1. A3D target detection method based on multi-mode information space-time fusion in a foggy day scene is characterized by comprising the following steps:

and S4, respectively inputting the higher-dimensional space-time semantic features into two branches of the target classification detection head and the frame regression detection head, and outputting the final target detection result including the object type and the position in space.

2. The method for detecting the 3D target through the multi-modal information space-time fusion in the foggy day scene according to claim 1, wherein the laser radar point cloud data are extracted into voxel points, and the millimeter wave radar point cloud is preprocessed in a PointNet mode.

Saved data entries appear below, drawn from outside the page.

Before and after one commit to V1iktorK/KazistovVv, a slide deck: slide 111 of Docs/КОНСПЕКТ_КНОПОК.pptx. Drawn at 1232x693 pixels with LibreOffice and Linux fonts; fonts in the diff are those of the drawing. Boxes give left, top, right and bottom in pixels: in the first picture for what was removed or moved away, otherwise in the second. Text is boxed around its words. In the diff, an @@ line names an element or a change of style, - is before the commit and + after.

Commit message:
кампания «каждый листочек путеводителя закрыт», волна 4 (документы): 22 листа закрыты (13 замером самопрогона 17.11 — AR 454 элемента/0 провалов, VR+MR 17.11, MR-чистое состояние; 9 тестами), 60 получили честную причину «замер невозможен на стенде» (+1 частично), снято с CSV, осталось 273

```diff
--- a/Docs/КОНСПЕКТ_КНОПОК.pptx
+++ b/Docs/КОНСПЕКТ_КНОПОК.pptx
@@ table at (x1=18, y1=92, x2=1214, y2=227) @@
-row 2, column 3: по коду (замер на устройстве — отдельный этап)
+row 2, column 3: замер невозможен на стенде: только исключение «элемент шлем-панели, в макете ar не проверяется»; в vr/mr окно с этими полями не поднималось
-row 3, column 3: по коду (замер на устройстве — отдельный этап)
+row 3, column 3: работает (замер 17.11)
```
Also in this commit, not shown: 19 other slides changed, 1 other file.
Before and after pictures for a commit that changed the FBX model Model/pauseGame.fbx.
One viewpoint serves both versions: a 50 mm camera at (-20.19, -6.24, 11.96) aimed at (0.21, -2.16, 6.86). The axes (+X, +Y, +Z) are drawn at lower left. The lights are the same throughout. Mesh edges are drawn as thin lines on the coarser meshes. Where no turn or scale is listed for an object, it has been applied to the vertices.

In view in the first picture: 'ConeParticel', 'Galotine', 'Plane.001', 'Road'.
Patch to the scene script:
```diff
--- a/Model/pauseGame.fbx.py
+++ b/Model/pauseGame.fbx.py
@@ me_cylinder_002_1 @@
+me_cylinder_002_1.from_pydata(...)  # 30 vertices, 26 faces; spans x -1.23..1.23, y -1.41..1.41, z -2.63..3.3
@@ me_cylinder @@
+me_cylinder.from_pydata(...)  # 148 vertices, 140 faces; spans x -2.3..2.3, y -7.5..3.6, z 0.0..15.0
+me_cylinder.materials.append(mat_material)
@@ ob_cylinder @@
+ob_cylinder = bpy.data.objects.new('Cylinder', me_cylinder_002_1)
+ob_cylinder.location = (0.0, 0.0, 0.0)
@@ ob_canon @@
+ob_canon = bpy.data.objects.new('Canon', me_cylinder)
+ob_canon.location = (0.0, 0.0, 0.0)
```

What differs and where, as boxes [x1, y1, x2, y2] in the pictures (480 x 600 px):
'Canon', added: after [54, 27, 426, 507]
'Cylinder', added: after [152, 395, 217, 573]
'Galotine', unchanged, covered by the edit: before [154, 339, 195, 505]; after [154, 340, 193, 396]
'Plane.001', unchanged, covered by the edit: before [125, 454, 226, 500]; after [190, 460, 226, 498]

3. The method for detecting the 3D target through the space-time fusion of the multi-modal information in the foggy day scene according to claim 1, wherein in step S2, the point cloud of the millimeter wave radar is converted into a laser radar coordinate system to be matched with voxels of the laser radar, and then all the voxels and the spatial position of the point cloud feature conversion are projected onto a bird' S-eye view.

4. The method for detecting the 3D target through the space-time fusion of the multi-modal information in the foggy day scene according to claim 1, wherein in the step S2, voxels generated by a laser radar in a certain range are searched by adopting KNN (K-nearest neighbor) with a millimeter wave radar point cloud as a center, and random sampling is performed; and finally, carrying out association and feature splicing on the screened point cloud voxels of the laser radar and the point cloud of the millimeter wave radar to obtain enhanced fusion features.

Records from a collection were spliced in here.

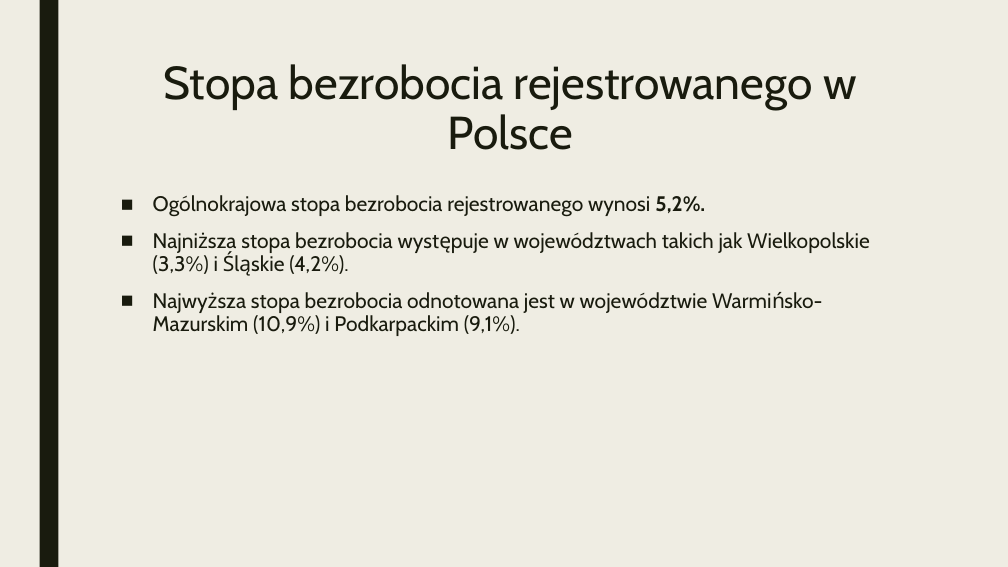
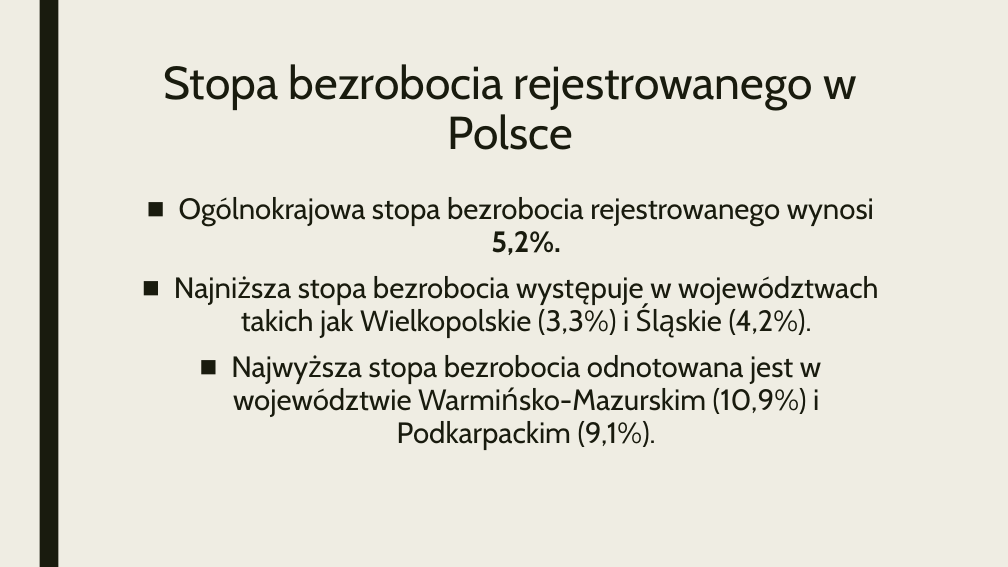
Before and after one commit to mareksigmund/trash, a slide deck: slide 14 of Sytuacja na rynku pracy w Polsce i stan.pptx (slide 12 before the commit). Drawn at 1008x567 pixels with LibreOffice and Linux fonts; fonts in the diff are those of the drawing. Boxes give left, top, right and bottom in pixels: in the first picture for what was removed or moved away, otherwise in the second. Text is boxed around its words. In the diff, an @@ line names an element or a change of style, - is before the commit and + after.

```diff
--- a/Sytuacja na rynku pracy w Polsce i stan.pptx
+++ b/Sytuacja na rynku pracy w Polsce i stan.pptx
@@ text "Ogólnokrajowa stopa bezrobocia rejestrowanego wynosi ..." at [179,197,878,450]: size 20 to 28 pt; alignment left to centre @@
```
Also in this commit, not shown: 16 other slides changed, 4 slides added, 2 slides removed.

5. The method for detecting the 3D target through the spatio-temporal fusion of the multimodal information in the foggy day scene according to claim 1, wherein the step S3 specifically comprises the following steps:

taking 2.5m multiplied by 2.5m as the size of a space-time window, and taking all voxel characteristics at different moments but at the same window position as all elements in the space-time window;

6. The method for detecting the 3D target through the multi-modal information space-time fusion in the foggy day scene according to claim 1, wherein the step S4 specifically comprises the following steps:

and respectively inputting the space-time semantic feature map with the arranged reference frame into a full-connection layer of two branches of the target classification detection head and the frame regression detection head to obtain a network object classification score and a prediction frame, and filtering the detection frame with a low input threshold value based on the score to obtain a high-quality detection frame.

7. The method for detecting the 3D target through the space-time fusion of the multi-modal information in the foggy day scene as claimed in claim 6, wherein the size of the reference frame is obtained according to the average value of the labeled data of a certain category in the data set so as to reduce the difficulty of the network learning.

8. A3D target detection system for multi-modal information space-time fusion in a foggy day scene is characterized by comprising:

the feature coding module is used for inputting the space-time fusion features under the bird's-eye view angle to a self-attention-based transform encoder, and performing feature coding in a self-attention mode to obtain space-time semantic features which have the same size as the original feature map but have higher dimension;

9. A computer storage medium having stored therein a computer program executable by a processor, the computer program executing the method for 3D object detection by spatiotemporal fusion of multimodal information in foggy day scenes according to any one of claims 1 to 7.

10. A vehicle-mounted foggy day scene target detection system is characterized by comprising a data collector, a vehicle-mounted storage computing platform and a vehicle actuator, wherein the data collector comprises a laser radar, a millimeter wave radar and a vehicle data sensor, a computer storage medium according to claim 9 is arranged in the vehicle-mounted storage computing platform, and the vehicle actuator executes corresponding actions according to a control instruction output by the vehicle-mounted storage computing platform.